King Goodwill Zwelithini’s will to be read after memorial service

Traditional prime minister to the Zulu nation Prince Mangosuthu Buthelezi did not reveal whether the reading of the will would reveal the name of the late monarch’s successor.
Traditional prime minister to the Zulu nation Prince Mangosuthu Buthelezi did not reveal whether the reading of the will would reveal the name of the late monarch’s successor.
Image: Supplied

The will of the late Zulu monarch King Goodwill Zwelithini will be read after his memorial service, which is due to take place on Thursday, traditional prime minister to the Zulu nation Prince Mangosuthu Buthelezi said on Tuesday.

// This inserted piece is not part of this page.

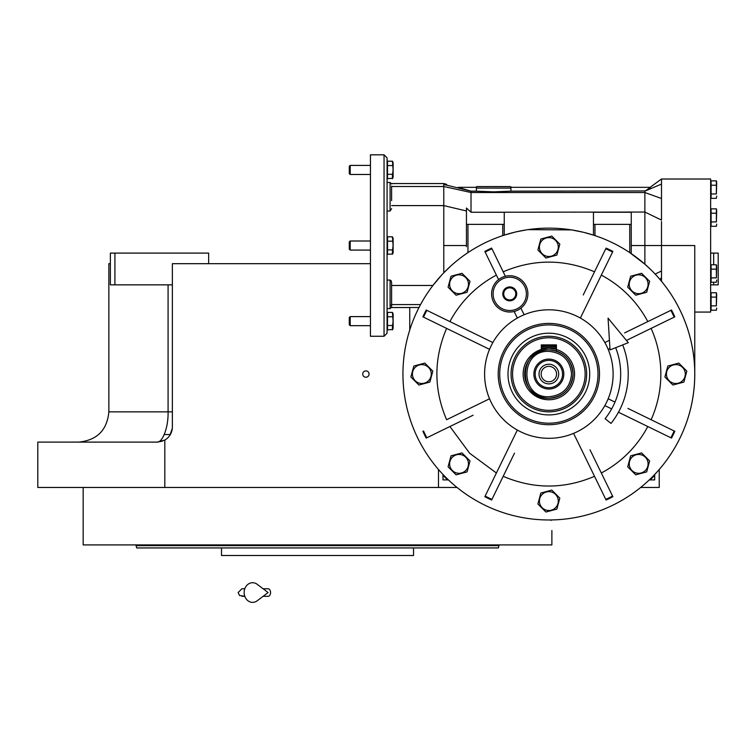 <?xml version="1.0" encoding="UTF-8"?>
<svg xmlns="http://www.w3.org/2000/svg" width="756" height="756" viewBox="0 0 756 756"><rect width="100%" height="100%" fill="white"/><g stroke="black" fill="none" stroke-linecap="round" stroke-linejoin="round"><path stroke-width="1.13" d="M164.25 434.539L170.346 434.539M659.232 469.485L659.232 487.459L640.672 487.459M710.64 253.099L718.2 253.099L718.2 284.851L710.64 284.851M713.664 253.099L713.664 264.78M713.664 282.243L713.664 284.851M457.04 487.459L37.8 487.459L37.8 442.099L157.248 442.099L162.502 441.154M168.078 284.851L168.078 411.859L108.864 411.859L108.864 263.683L110.376 263.683M370.44 263.683L172.368 263.683L172.368 426.979A15.12 15.12 0 0 1 164.817 440.068L164.817 487.459M438.48 469.485L438.48 487.459M365.904 377.235A3.175 3.175 0 0 0 369.079 374.059A3.175 3.175 0 0 0 365.904 370.884A3.175 3.175 0 0 0 362.729 374.059A3.175 3.175 0 0 0 365.904 377.235M164.799 440.077L157.248 442.099C162.181 442.572 168.456 428.387 168.078 411.859L172.368 411.859M208.656 263.683L208.656 253.099L114.912 253.099L114.912 284.851L172.368 284.851M114.912 284.851L110.376 284.851L110.376 253.099L114.912 253.099M169.902 435.267L172.302 428.435L169.902 435.267M172.349 427.641L172.368 426.979L172.349 427.641M551.02 520.449L550.992 519.948M551.88 530.551L551.88 544.915L83.16 544.915L83.16 487.459M498.96 545.671L498.355 547.939L136.685 547.939L136.08 545.671L498.96 545.671L498.96 544.915M413.532 547.939L413.532 555.499L221.508 555.499L221.508 547.939L163.674 547.939M136.08 544.915L136.08 545.671M415.8 545.671L421.886 545.671M136.685 547.939L137.847 547.939M140.465 547.939L150.822 547.939M391.23 547.939L404.082 547.939L391.23 547.939M230.958 547.939L243.81 547.939L230.958 547.939M471.366 547.939L484.218 547.939L471.366 547.939M385.012 555.499L250.028 555.499M649.291 479.899L650.16 479.899L654.696 475.363L654.696 474.494M448.431 479.909L443.007 479.909L443.007 474.484L443.016 475.363L447.552 479.899L448.421 479.899M556.416 345.501A29.541 29.541 0 0 0 553.477 344.878M544.235 344.878A29.541 29.541 0 0 0 541.296 345.501M541.296 346.21A28.851 28.851 0 0 1 556.416 346.21M556.416 347.382A27.726 27.726 0 0 0 541.296 347.382M548.856 347.599L556.416 348.705A26.46 26.46 0 0 0 541.296 348.705L548.856 347.599A26.46 26.46 0 0 1 556.416 348.705A26.46 26.46 0 0 0 547.231 347.647M649.281 479.909L654.687 479.909L654.687 475.373M556.416 349.281L548.856 348.147L541.296 349.281M571.536 374.059C570.194 360.281 562.634 352.721 548.856 351.379C519.599 349.971 519.599 398.147 548.856 396.739C562.634 395.397 570.194 387.837 571.536 374.059M524.938 377.707L524.664 374.097A24.192 24.192 0 0 0 548.856 398.251A24.192 24.192 0 0 0 573.048 374.059C571.612 359.365 563.551 351.304 548.856 349.867C517.652 348.374 517.652 399.744 548.856 398.251C563.551 396.815 571.612 388.754 573.048 374.059A24.192 24.192 0 0 0 541.296 351.077A24.192 24.192 0 0 0 524.664 374.059L524.947 370.393M525.222 379.247L525.061 378.435M548.856 381.771A7.711 7.711 0 0 1 541.145 374.059A7.711 7.711 0 0 1 548.856 366.348A7.711 7.711 0 0 1 556.567 374.059A7.711 7.711 0 0 1 548.856 381.771M548.856 383.887A9.828 9.828 0 0 0 558.684 374.059A9.828 9.828 0 0 0 548.856 364.231A9.828 9.828 0 0 0 539.028 374.059A9.828 9.828 0 0 0 548.856 383.887M548.856 387.743A13.684 13.684 0 0 0 562.54 374.059A13.684 13.684 0 0 0 548.856 360.376A13.684 13.684 0 0 0 535.172 374.059A13.684 13.684 0 0 0 548.856 387.743M548.856 389.028A14.969 14.969 0 0 0 563.825 374.059A14.969 14.969 0 0 0 548.856 359.091A14.969 14.969 0 0 0 533.887 374.059A14.969 14.969 0 0 0 548.856 389.028M525.07 369.665L525.231 368.871M622.689 344.906A79.38 79.38 0 0 1 611.018 423.417L605.102 418.72A71.82 71.82 0 0 0 615.658 347.675M608.06 318.163L610.026 349.905L628.312 342.685L608.06 318.163M263.097 588.763L268.087 588.763A3.78 2.476 90 0 1 270.563 592.543A3.78 2.476 90 0 1 268.087 596.323L263.097 596.323M257.201 600.784A9.828 8.439 -90 0 1 248.573 601.181A9.828 8.439 -90 0 1 244.16 592.543A9.828 8.439 -90 0 1 248.573 583.906A9.828 8.439 -90 0 1 257.201 584.303L268.096 592.543L257.201 600.784M556.416 351.077L556.416 349.489A25.704 25.704 0 0 1 548.856 399.763A25.704 25.704 0 0 1 541.296 349.489L541.296 351.077M511.595 287.176A6.955 6.955 0 0 1 516.452 292.033L516.48 292.128A6.955 6.955 0 0 1 514.704 298.762L514.628 298.837A6.955 6.955 0 0 1 507.994 300.614L507.9 300.586A6.955 6.955 0 0 1 503.042 295.728L503.023 295.634A6.955 6.955 0 0 1 504.8 289L504.866 288.924A6.955 6.955 0 0 1 511.5 287.148L516.452 292.033M610.338 256.634L601.322 275.118A111.992 111.992 0 0 1 647.798 321.593M601.322 275.118L592.846 292.496M588.754 300.888L588.281 301.842M510.933 191.164L493.668 191.863L476.403 191.164M515.167 232.092L504.252 235.135L504.252 212.256L471.016 212.256L471.016 191.164L458.136 187.327L476.526 187.327L476.308 191.145M391.608 200.633L391.608 186.061M387.072 182.489L390.096 182.489L390.096 211.009L391.608 208.647M631.26 245.539L644.868 245.539L644.877 264.194L629.748 252.627L631.26 253.647L631.26 212.256L593.46 212.256L593.46 224.371L631.26 224.371M661.5 226.035L661.5 245.539L644.868 245.539L644.868 191.155L661.5 184.077L661.5 179.011L650.113 187.327M390.096 211.009L387.072 211.009L387.072 185.749M402.948 374.059A145.908 145.908 0 0 0 652.031 477.234A145.908 145.908 0 0 0 493.016 239.255A145.908 145.908 0 0 0 548.856 519.967A145.908 145.908 0 0 0 694.764 374.059L694.764 245.539L661.5 245.539L661.5 221.555M391.608 282.432L391.608 307.078L391.608 282.432L390.096 280.07L390.096 308.59L387.072 308.59M391.003 280.523L391.315 281.015M387.072 305.329L387.072 290.446M661.5 179.011L710.64 179.011L710.64 312.067L694.764 312.067M409.752 330.022L409.752 307.484L419.022 307.484M390.096 305.329L391.608 305.027M504.252 235.135L502.74 235.636L504.252 235.135M471.016 212.256L644.868 212.049L661.5 220.081L661.5 184.077M430.022 289.397L430.457 288.792M387.072 280.07L390.096 280.07M387.072 321.139L387.526 328.699M387.526 237.979L387.526 253.099M387.526 162.379L387.072 169.939M384.048 154.819L387.072 157.843L387.072 333.235L384.048 336.259L370.44 336.259L370.44 154.819L384.048 154.819L384.048 336.259M655.962 196.503L650.425 194.519M647.798 189.321L648.724 188.66M511.028 191.145L510.81 187.327L650.538 187.327L644.868 191.164M661.5 198.497L644.868 192.515L471.016 192.515L443.772 186.496L443.772 272.831L450.472 266.31M694.764 374.059A145.908 145.908 0 0 0 661.5 281.317L661.5 245.539M657.786 276.989L660.735 280.4M644.877 264.194L650.255 269.136M593.46 224.371L593.46 235.135L594.972 235.636L594.972 224.371M593.46 235.135L584.407 232.546M582.574 232.101L571.876 229.975M571.442 229.909L528.047 229.644M526.28 229.909L516.348 231.818M466.254 253.789L467.964 252.627L467.964 224.371L504.252 224.371M391.608 285.475L432.914 285.475L441.268 275.505M391.542 183.547L443.772 183.547L443.772 186.496L391.608 186.496M476.998 191.145L471.016 191.145L443.772 184.455M645.397 190.937L510.338 191.145M661.5 270.998L655.121 274.078M716.376 310.215L716.688 308.032L716.376 310.215L711.094 310.215L711.094 305.849L716.376 305.849L716.376 292.752L711.094 292.752L711.094 305.849M716.376 282.243L716.688 280.06L716.376 282.243L711.094 282.243L711.094 277.877L716.376 277.877L716.376 264.78L711.094 264.78L711.094 277.877M716.376 198.327L716.688 196.144L716.376 198.327L711.094 198.327L711.094 193.961L716.376 193.961L716.376 180.864L711.094 180.864L711.094 193.961M716.376 226.299L716.688 224.116L716.376 226.299L711.094 226.299L711.094 221.933L716.376 221.933L716.376 208.836L711.094 208.836L711.094 221.933M573.577 433.377L606.085 500.018A138.348 138.348 0 0 0 612.88 496.701A138.348 138.348 0 0 1 606.085 500.018A138.348 138.348 0 0 0 612.88 496.701L590.02 449.829M603.543 494.802L594.528 476.318C564.08 489.274 533.632 489.274 503.184 476.318M517.34 430.06L484.832 496.701A138.348 138.348 0 0 0 491.627 500.018A138.348 138.348 0 0 1 484.832 496.701A138.348 138.348 0 0 0 491.627 500.018L514.486 453.146M487.374 491.485L496.39 473.001L469.665 453.25L449.914 426.526M469.769 339.69L489.538 349.338A64.26 64.26 0 0 1 492.855 342.544L426.214 310.036A138.348 138.348 0 0 0 422.897 316.83L489.538 349.338A64.26 64.26 0 0 0 489.538 398.781L446.598 419.731C433.651 389.283 433.651 358.835 446.598 328.387M431.43 312.578L449.914 321.593A111.992 111.992 0 0 1 496.39 275.118M505.263 276.053L491.627 248.1A138.348 138.348 0 0 0 484.832 251.417A138.348 138.348 0 0 1 491.627 248.1A138.348 138.348 0 0 0 484.832 251.417L498.469 279.361M503.184 271.801C533.632 258.902 564.08 258.902 594.528 271.801M580.372 318.059L612.88 251.417A138.348 138.348 0 0 0 606.085 248.1A138.348 138.348 0 0 1 612.88 251.417A138.348 138.348 0 0 0 606.085 248.1L583.226 294.972M669.599 319.382L651.114 328.387A111.992 111.992 0 0 1 651.114 419.731M666.282 435.541L647.798 426.526A111.992 111.992 0 0 1 601.322 473.001M660.744 278.265L660.744 280.41L660.744 278.265L661.5 279.077M470.761 211.982L466.452 208.042L466.452 224.371L467.964 224.371M466.452 208.042L466.452 246.654M466.452 245.539L443.772 245.539M466.452 210.971L443.772 205.604L391.608 205.604M392.742 329.474L387.526 329.871L387.526 312.408L392.44 312.408L393.082 321.139L392.657 324.995M392.657 254.016L387.526 254.271L387.526 236.808L392.44 236.808L393.082 245.539L392.657 249.395M392.742 178.274L387.526 178.671L387.526 161.208L392.44 161.208L393.082 169.939L392.657 173.795M716.688 294.935L716.376 305.849M711.094 297.117L716.376 297.117M716.688 266.962L716.376 277.877M711.094 269.145L716.376 269.145M716.688 183.046L716.376 193.961M711.094 185.229L716.376 185.229M716.688 211.018L716.376 221.933M711.094 213.201L716.376 213.201M594.528 476.318L586.051 458.939M581.959 450.548L581.487 449.593M496.39 473.001L504.866 455.622M508.958 447.231L509.431 446.276M426.214 438.083A138.348 138.348 0 0 1 422.897 431.289A138.348 138.348 0 0 0 426.214 438.083L473.086 415.224M446.598 419.731L463.976 411.255M472.368 407.163L473.322 406.69M449.914 321.593L467.293 330.07M475.685 334.161L476.639 334.634M512.048 311.878L510.999 311.982M499.744 309.015L498.771 308.325M496.73 281.251L495.889 282.168M494.774 304.12L495.454 305.055M517.34 318.059L514.127 311.491L517.34 318.059M522.576 281.052A18.144 18.144 0 0 0 496.919 281.052A18.144 18.144 0 0 0 496.919 306.709A18.144 18.144 0 0 0 522.576 306.709A18.144 18.144 0 0 0 522.576 281.052L521.668 280.192M520.695 279.408L519.674 278.69M509.043 275.751L507.805 275.836M522.604 306.69L523.35 305.887M525.004 284.048L524.267 282.999M520.922 308.174L524.135 314.742L520.922 308.174M604.857 342.544L609.44 340.304L604.857 342.544A64.26 64.26 0 0 1 608.174 349.338L609.941 348.469M626.45 340.417L674.815 316.83A138.348 138.348 0 0 0 671.498 310.036L624.626 332.895M651.114 328.387L633.736 336.864M608.174 349.338A64.26 64.26 0 0 1 608.174 398.781L614.978 402.097L608.174 398.781M618.465 412.218L671.498 438.083A138.348 138.348 0 0 0 674.815 431.289L627.943 408.429M647.798 426.526L630.419 418.049M622.027 413.957L621.073 413.485M604.857 405.575L611.661 408.901M392.922 318.38L392.988 318.919M387.526 325.505L392.44 325.505L392.44 329.871L393.12 328.397L393.12 321.139L393.12 328.397M387.526 316.773L392.44 316.773M392.922 242.78L392.988 243.319M387.526 249.905L392.44 249.905L392.44 254.271L393.12 252.797L393.12 245.539L393.12 252.797M387.526 241.173L392.44 241.173M392.922 167.18L392.988 167.719M387.526 174.305L392.44 174.305L392.44 178.671L393.12 177.197L393.12 169.939L393.12 177.197M387.526 165.573L392.44 165.573M393.082 163.391L392.922 164.761M475.722 187.327L477.036 186.571L510.3 186.571L511.614 187.327M503.42 419.495A64.26 64.26 0 0 0 594.292 419.495A64.26 64.26 0 0 0 594.292 328.624A64.26 64.26 0 0 0 503.42 328.624A64.26 64.26 0 0 0 503.42 419.495M505.358 276.271L502.976 277.046M500.595 278.217L498.573 279.588M393.12 321.139L393.12 313.882L393.12 321.139M393.12 245.539L393.12 238.282L393.12 245.539M393.12 169.939L393.12 162.682L393.12 169.939M667.841 366.036L678.803 363.097L686.826 371.12L683.887 382.082L672.925 385.021L664.902 376.998L667.841 366.036M630.636 276.224L641.598 273.294L645.615 277.301L649.621 281.317L646.692 292.279L635.73 295.209L631.714 291.202L627.707 287.185L630.636 276.224M540.833 239.028L551.795 236.089L559.818 244.112L556.879 255.074L545.917 258.013L537.894 249.99L540.833 239.028M451.02 276.224L461.982 273.294L465.998 277.301L470.005 281.317L467.076 292.279L456.114 295.209L452.097 291.202L448.091 287.185L451.02 276.224M413.825 366.036L424.787 363.097L432.81 371.12L429.871 382.082L418.909 385.021L410.886 376.998L413.825 366.036M451.02 455.84L461.982 452.91L465.998 456.917L470.005 460.933L467.076 471.895L456.114 474.834L452.097 470.818L448.091 466.802L451.02 455.84M540.833 493.044L551.795 490.105L559.818 498.128L556.879 509.09L545.917 512.029L537.894 504.006L540.833 493.044M630.636 455.84L641.598 452.91L645.615 456.917L649.621 460.933L646.692 471.895L635.73 474.834L627.707 466.802L630.636 455.84M682.536 367.388A9.431 9.431 0 0 0 669.192 367.388A9.431 9.431 0 0 0 669.192 380.731A9.431 9.431 0 0 0 682.536 380.731A9.431 9.431 0 0 0 682.536 367.388M645.331 277.584A9.431 9.431 0 0 0 631.997 277.584A9.431 9.431 0 0 0 631.997 290.918A9.431 9.431 0 0 0 645.331 290.918A9.431 9.431 0 0 0 645.331 277.584M555.528 240.38A9.431 9.431 0 0 0 542.184 240.38A9.431 9.431 0 0 0 542.184 253.723A9.431 9.431 0 0 0 555.528 253.723A9.431 9.431 0 0 0 555.528 240.38M465.715 277.584A9.431 9.431 0 0 0 452.381 277.584A9.431 9.431 0 0 0 452.381 290.918A9.431 9.431 0 0 0 465.715 290.918A9.431 9.431 0 0 0 465.715 277.584M428.52 367.388A9.431 9.431 0 0 0 415.176 367.388A9.431 9.431 0 0 0 415.176 380.731A9.431 9.431 0 0 0 428.52 380.731A9.431 9.431 0 0 0 428.52 367.388M465.715 457.2A9.431 9.431 0 0 0 452.381 457.2A9.431 9.431 0 0 0 452.381 470.534A9.431 9.431 0 0 0 465.715 470.534A9.431 9.431 0 0 0 465.715 457.2M555.528 494.396A9.431 9.431 0 0 0 542.184 494.396A9.431 9.431 0 0 0 542.184 507.739A9.431 9.431 0 0 0 555.528 507.739A9.431 9.431 0 0 0 555.528 494.396M645.331 457.2A9.431 9.431 0 0 0 631.997 457.2A9.431 9.431 0 0 0 631.997 470.534A9.431 9.431 0 0 0 645.331 470.534A9.431 9.431 0 0 0 645.331 457.2M497.987 305.641A16.632 16.632 0 0 0 521.508 305.641A16.632 16.632 0 0 0 521.508 282.12A16.632 16.632 0 0 0 497.987 282.12A16.632 16.632 0 0 0 497.987 305.641M370.44 325.675L350.198 325.675L350.198 316.603L370.44 316.603M370.44 250.075L350.198 250.075L350.198 241.003L370.44 241.003M370.44 174.475L350.198 174.475L350.198 165.403L370.44 165.403M583.604 339.312A49.14 49.14 0 0 0 514.108 339.312A49.14 49.14 0 0 0 514.108 408.807A49.14 49.14 0 0 0 583.604 408.807A49.14 49.14 0 0 0 583.604 339.312M350.198 325.675L349.272 324.749L349.272 317.529L350.198 316.603M350.198 250.075L349.272 249.149L349.272 241.929L350.198 241.003M350.198 174.475L349.272 173.549L349.272 166.329L350.198 165.403M519.967 402.948A40.852 40.852 0 0 1 519.967 345.171A40.852 40.852 0 0 1 577.745 345.171A40.852 40.852 0 0 1 577.745 402.948A40.852 40.852 0 0 1 519.967 402.948M514.628 298.837L507.994 300.614M507.9 300.586L503.042 295.728M503.023 295.634L504.8 289M504.866 288.924L511.5 287.148M516.48 292.128L514.704 298.762M575.581 347.335A37.8 37.8 0 0 0 511.056 374.059A37.8 37.8 0 0 0 548.856 411.859A37.8 37.8 0 0 0 586.656 374.059A37.8 37.8 0 0 0 548.856 336.259A37.8 37.8 0 0 0 511.056 374.059A37.8 37.8 0 0 0 548.856 411.859A37.8 37.8 0 0 0 586.656 374.059A37.8 37.8 0 0 0 548.856 336.259A37.8 37.8 0 0 0 511.056 374.059M522.131 400.784A37.8 37.8 0 0 0 586.656 374.059M505.471 289.605A6.048 6.048 0 0 1 514.023 289.605A6.048 6.048 0 0 1 514.023 298.157A6.048 6.048 0 0 1 505.471 298.157A6.048 6.048 0 0 1 505.471 289.605M556.416 349.489L556.416 344.878L541.296 344.878L541.296 349.489M514.108 408.807A49.14 49.14 0 0 1 499.716 374.059M476.308 188.083L511.028 188.083M420.553 304.583L391.608 304.583M629.748 224.371L629.748 252.627M502.74 224.371L502.74 235.636M426.214 310.036A138.348 138.348 0 0 0 422.897 316.83M674.815 316.83A138.348 138.348 0 0 0 671.498 310.036M671.498 438.083A138.348 138.348 0 0 0 674.815 431.289M612.568 496.068A137.649 137.649 154 0 1 605.773 499.385M491.939 499.385A137.649 137.649 -154 0 1 485.144 496.068M426.847 437.771A137.649 137.649 -116 0 1 423.53 430.977M423.53 317.142A137.649 137.649 -64 0 1 426.847 310.347M485.144 252.05A137.649 137.649 -26 0 1 491.939 248.733M605.773 248.733A137.649 137.649 26 0 1 612.568 252.05M670.865 310.347A137.649 137.649 64 0 1 674.182 317.142M674.182 430.977A137.649 137.649 116 0 1 670.865 437.771M513.04 409.875A50.652 50.652 0 0 1 513.04 338.244A50.652 50.652 0 0 1 584.672 338.244A50.652 50.652 0 0 1 584.672 409.875A50.652 50.652 0 0 1 513.04 409.875M585.144 374.059A36.288 36.288 0 0 0 548.856 337.771A36.288 36.288 0 0 0 512.568 374.059A36.288 36.288 0 0 0 548.856 410.347A36.288 36.288 0 0 0 585.144 374.059M108.864 411.859C107.106 430.117 97.108 440.2 78.86 442.099L78.624 442.099M171.139 432.942L171.499 432.035M241.92 588.763L244.812 588.763L241.92 588.763L238.14 592.543L239.51 595.454L244.812 596.323L241.92 596.323M390.096 308.59L391.608 307.078L390.096 308.59M391.542 307.531L409.752 307.531M390.096 182.489L391.608 184.001L390.096 182.489M446.664 184.351L443.791 183.557M716.688 293.923L716.376 292.752M716.688 265.951L716.376 264.78M716.688 182.035L716.376 180.864M716.688 210.007L716.376 208.836M393.12 313.882L392.44 312.408M393.12 238.282L392.44 236.808M393.12 162.682L392.44 161.208"/></g></svg>

Buthelezi was briefing the media from KwaKhethomthandayo royal palace in Nongoma in northern KwaZulu-Natal.

“I know for a fact that after the memorial service, the king’s will will be read,” said Buthelezi.

However, he did not reveal whether the reading of the will would reveal the name of the late monarch’s successor.

“It would be grossly irresponsible for me to give a preview of what will happen, especially about a sensitive matter like that. I don’t know what is in the will so I cannot speculate. The people who have the will said they wanted space so I am as ignorant as you are,” he said.

In a last-ditch attempt to discourage mourners from descending on the royal household for the memorial service due to Covid-19 restrictions, Buthelezi assured people that King Zwelithini would not have wanted them to attend.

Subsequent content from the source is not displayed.